Знает или не знает? Был ли новый донос?
— Хорошо, хорошо, — успокоительно произнёс Наполеон. — Может, и не ходили. Встретили просто. Но, Николай Николаевич, милый! Вы должны были сообщить… Это не шутки. Больше того, поручение, которое было дано, вы не выполнили. Работу не провели. Вы же не отрицаете, что икона висит до сих пор в доме Арсеньевой?
— Откуда мне знать!
— Вот видите, вам безразлично. А нам, к сожалению, нет. Мы не желаем срамиться перед райотделом. Да и не в комиссии суть. По существу, вы поддержали религиозное увлечение ученицы девятого класса. Вы защищали её. Не вам объяснять, куда это может привести. И уже привело. Арсеньева обманным путём проникла в ряды комсомола…
— Чушь! — сказал я.
— Ах! — воскликнула Розалия.
— Нет, не чушь, Николай Николаевич, — произнёс Рагулькин с угрозой. — Это не чушь. Жалко, что вы не осознаёте. Или делаете вид.

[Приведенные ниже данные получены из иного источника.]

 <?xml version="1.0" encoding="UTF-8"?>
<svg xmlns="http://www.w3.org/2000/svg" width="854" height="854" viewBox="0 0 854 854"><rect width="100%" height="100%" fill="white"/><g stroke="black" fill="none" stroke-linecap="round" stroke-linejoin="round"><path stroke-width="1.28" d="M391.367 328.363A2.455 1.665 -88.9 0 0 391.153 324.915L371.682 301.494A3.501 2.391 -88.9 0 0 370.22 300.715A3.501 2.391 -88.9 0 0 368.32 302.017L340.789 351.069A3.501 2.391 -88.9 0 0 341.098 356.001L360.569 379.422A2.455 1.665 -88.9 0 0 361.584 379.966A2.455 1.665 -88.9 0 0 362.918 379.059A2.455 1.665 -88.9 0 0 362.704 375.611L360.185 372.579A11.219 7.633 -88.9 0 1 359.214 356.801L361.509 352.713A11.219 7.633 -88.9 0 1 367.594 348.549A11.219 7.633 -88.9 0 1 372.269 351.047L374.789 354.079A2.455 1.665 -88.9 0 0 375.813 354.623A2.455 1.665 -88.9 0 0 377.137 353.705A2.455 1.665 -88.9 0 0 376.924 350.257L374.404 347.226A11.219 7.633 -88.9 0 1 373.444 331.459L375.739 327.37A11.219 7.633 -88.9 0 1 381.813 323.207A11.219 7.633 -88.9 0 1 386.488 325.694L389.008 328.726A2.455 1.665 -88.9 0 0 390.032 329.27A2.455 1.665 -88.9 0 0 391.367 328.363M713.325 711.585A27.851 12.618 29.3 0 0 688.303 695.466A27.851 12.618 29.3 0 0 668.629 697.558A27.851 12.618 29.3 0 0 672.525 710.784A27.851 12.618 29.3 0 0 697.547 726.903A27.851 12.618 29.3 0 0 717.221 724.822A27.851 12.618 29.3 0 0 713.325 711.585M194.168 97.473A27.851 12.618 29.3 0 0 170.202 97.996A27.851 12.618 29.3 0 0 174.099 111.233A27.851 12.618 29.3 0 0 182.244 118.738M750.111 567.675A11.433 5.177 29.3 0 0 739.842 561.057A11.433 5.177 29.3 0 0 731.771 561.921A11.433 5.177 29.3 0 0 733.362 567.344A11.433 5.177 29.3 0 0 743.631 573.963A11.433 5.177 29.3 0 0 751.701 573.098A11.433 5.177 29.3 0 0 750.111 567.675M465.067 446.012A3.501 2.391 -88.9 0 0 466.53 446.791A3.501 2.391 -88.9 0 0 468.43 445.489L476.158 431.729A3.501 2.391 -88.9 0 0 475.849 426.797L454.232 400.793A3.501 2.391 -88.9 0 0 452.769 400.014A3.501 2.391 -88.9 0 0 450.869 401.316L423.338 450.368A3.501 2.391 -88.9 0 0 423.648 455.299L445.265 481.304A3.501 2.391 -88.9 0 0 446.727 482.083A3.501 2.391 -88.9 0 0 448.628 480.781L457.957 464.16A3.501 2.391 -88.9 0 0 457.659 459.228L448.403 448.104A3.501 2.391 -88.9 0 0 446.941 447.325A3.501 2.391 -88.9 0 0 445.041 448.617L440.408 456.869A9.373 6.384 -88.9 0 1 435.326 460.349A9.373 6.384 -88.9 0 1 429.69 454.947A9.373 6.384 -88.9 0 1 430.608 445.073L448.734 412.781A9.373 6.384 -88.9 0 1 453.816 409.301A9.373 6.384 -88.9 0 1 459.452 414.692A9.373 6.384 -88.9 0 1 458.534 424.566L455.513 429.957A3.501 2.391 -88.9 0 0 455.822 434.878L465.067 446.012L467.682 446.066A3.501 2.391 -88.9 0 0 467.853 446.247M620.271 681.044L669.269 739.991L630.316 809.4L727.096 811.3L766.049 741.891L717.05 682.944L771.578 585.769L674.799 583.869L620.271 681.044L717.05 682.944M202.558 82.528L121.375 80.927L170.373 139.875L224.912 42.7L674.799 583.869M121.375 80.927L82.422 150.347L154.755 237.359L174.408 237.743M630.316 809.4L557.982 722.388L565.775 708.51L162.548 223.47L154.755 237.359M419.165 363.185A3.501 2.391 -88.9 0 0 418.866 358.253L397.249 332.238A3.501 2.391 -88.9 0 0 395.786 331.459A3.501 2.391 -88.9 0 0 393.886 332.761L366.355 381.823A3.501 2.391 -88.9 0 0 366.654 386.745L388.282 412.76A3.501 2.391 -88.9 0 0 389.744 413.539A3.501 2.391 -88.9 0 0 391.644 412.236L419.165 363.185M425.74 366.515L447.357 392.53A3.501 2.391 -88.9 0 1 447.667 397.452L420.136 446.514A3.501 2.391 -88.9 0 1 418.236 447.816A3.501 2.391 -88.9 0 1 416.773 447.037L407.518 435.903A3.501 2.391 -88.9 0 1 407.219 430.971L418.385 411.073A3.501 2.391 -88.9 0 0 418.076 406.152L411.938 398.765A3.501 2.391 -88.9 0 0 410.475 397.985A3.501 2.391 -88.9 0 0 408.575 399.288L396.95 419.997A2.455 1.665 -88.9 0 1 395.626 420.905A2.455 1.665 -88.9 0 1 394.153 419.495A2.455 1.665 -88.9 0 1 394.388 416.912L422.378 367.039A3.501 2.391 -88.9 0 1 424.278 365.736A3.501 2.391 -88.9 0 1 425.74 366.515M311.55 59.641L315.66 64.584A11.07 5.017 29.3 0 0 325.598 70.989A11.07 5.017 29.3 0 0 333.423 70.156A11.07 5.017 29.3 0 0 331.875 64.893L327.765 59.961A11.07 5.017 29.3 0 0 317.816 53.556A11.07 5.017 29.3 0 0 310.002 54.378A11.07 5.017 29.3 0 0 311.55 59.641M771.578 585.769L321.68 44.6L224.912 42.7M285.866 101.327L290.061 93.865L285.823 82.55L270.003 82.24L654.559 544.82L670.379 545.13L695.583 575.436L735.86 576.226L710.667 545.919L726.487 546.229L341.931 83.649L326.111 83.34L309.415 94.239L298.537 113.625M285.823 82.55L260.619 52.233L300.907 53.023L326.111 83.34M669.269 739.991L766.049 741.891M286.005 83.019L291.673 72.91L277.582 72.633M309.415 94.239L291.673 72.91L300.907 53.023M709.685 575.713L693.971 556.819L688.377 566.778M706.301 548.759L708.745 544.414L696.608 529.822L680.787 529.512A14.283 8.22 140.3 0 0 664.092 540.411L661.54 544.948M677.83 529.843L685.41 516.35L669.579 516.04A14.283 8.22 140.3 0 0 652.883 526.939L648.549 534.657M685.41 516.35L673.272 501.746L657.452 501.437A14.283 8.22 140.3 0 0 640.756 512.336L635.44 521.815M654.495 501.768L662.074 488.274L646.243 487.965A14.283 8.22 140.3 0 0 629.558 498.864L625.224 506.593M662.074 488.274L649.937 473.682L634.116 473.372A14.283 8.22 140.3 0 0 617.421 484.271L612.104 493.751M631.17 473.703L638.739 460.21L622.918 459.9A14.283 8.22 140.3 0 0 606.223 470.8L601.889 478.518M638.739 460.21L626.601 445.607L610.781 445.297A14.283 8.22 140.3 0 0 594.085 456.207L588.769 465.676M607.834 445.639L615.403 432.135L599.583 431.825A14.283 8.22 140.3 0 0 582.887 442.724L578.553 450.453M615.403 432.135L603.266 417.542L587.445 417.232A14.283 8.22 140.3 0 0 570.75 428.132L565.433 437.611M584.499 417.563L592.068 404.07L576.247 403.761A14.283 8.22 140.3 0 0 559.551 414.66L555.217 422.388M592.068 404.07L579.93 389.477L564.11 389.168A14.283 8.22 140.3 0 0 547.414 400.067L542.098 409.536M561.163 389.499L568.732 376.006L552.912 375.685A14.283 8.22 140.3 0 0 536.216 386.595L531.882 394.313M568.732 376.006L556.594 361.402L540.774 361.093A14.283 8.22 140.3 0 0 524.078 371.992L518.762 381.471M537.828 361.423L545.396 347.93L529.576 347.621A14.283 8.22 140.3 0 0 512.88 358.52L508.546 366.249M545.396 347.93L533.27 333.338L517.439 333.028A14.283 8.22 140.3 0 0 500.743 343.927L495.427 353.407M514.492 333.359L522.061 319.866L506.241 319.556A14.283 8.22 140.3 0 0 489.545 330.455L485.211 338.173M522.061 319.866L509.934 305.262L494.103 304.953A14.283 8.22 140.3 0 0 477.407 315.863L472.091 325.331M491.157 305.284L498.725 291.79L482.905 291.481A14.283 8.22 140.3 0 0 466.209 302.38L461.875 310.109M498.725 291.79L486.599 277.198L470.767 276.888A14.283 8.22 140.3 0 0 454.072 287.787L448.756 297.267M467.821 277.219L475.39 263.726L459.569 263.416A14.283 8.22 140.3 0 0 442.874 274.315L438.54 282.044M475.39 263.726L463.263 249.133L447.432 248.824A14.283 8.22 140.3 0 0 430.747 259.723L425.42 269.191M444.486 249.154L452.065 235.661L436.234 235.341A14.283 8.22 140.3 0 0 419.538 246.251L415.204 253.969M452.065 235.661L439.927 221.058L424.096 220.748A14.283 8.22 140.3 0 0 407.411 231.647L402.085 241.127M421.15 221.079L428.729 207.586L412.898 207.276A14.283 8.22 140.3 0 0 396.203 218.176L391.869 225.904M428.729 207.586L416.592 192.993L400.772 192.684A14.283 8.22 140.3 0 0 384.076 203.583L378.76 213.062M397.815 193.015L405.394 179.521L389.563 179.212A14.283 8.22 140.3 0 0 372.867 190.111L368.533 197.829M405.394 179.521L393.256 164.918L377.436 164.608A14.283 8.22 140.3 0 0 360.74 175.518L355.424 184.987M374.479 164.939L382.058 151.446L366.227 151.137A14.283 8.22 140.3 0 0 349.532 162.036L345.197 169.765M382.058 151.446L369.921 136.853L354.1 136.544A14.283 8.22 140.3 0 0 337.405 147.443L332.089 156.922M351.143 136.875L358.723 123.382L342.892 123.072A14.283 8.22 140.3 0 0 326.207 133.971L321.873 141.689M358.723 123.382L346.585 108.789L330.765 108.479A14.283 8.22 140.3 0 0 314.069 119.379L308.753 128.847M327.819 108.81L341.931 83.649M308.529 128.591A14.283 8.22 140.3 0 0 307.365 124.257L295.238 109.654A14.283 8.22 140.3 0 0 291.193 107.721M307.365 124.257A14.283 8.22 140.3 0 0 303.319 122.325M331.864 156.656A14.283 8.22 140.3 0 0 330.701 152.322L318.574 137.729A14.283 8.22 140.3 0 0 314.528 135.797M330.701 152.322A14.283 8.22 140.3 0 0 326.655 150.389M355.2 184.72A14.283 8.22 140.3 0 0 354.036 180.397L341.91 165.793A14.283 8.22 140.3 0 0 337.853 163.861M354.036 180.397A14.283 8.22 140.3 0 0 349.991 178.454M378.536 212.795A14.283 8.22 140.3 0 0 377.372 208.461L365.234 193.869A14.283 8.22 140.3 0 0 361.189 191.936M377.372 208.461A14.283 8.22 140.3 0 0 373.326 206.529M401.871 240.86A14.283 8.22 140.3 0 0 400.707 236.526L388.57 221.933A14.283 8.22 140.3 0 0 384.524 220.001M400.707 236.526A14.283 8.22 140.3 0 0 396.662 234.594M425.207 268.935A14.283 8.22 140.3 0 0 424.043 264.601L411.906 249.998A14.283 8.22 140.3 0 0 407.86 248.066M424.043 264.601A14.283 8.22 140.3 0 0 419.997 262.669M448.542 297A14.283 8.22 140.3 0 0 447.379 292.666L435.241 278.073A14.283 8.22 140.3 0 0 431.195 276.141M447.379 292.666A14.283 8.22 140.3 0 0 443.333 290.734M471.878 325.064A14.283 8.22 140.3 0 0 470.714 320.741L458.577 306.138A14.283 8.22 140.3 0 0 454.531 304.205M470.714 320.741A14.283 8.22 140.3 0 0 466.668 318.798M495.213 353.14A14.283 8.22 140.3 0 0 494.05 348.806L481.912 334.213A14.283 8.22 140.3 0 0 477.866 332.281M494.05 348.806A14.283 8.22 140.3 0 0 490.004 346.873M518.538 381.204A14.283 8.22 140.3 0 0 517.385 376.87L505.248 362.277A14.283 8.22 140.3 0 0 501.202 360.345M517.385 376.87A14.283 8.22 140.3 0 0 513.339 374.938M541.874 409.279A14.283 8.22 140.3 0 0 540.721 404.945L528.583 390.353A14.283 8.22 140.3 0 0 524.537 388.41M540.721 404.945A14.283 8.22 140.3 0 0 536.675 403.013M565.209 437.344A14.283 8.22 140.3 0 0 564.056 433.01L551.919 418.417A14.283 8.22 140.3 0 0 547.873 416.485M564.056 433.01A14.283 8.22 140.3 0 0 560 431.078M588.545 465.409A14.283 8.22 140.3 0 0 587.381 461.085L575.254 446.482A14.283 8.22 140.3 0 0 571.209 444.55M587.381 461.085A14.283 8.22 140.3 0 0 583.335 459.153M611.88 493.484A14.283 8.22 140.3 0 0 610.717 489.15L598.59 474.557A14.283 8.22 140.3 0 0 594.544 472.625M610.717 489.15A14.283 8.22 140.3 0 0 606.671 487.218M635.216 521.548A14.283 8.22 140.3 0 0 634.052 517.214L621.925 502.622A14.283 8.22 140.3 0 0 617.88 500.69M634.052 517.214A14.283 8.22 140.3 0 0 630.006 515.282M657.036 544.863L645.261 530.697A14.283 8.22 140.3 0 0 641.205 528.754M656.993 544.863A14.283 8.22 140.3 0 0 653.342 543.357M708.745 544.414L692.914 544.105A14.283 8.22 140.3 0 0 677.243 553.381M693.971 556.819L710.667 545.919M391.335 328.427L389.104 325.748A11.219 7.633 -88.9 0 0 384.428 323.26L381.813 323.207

Вы, дорогой коллега, ещё не знаете о той, которую взялись опекать.
— Я знаю всё! — неосторожно отрезал я.
— Ах, вот как? — Рагулькин ласково улыбнулся. — Так что же вы знаете?
Я начинал терять самообладание.
— Где я нахожусь, на педсовете?
— На педсовете, на педсовете, — успокоил Рагулькин. — Не волнуйтесь, голубчик. Кроме того, вы находитесь в городе. Не таком большом, как столица. Здесь все на виду. И вас встречали… снова театральная пауза, — не одного, конечно. А представьте, с той самой, о которой вы так печётесь.
— Ну и что? — спросил я.
— Да нет, ничего особенного. Если учитель разговаривает с ученицей на площади или на бульваре, ничего особенного. А вот если он прячется, если, так сказать, тайно…
Я вышел из себя окончательно:
— Не понимаю! Что значит тайно? Кто видел?
— Я! — взвизгнула Розалия. — Я! Я видела, как вы крались! Как вы крались! С конфетами! Да, с конфетами!
Кровь бросилась мне в лицо. Я встал.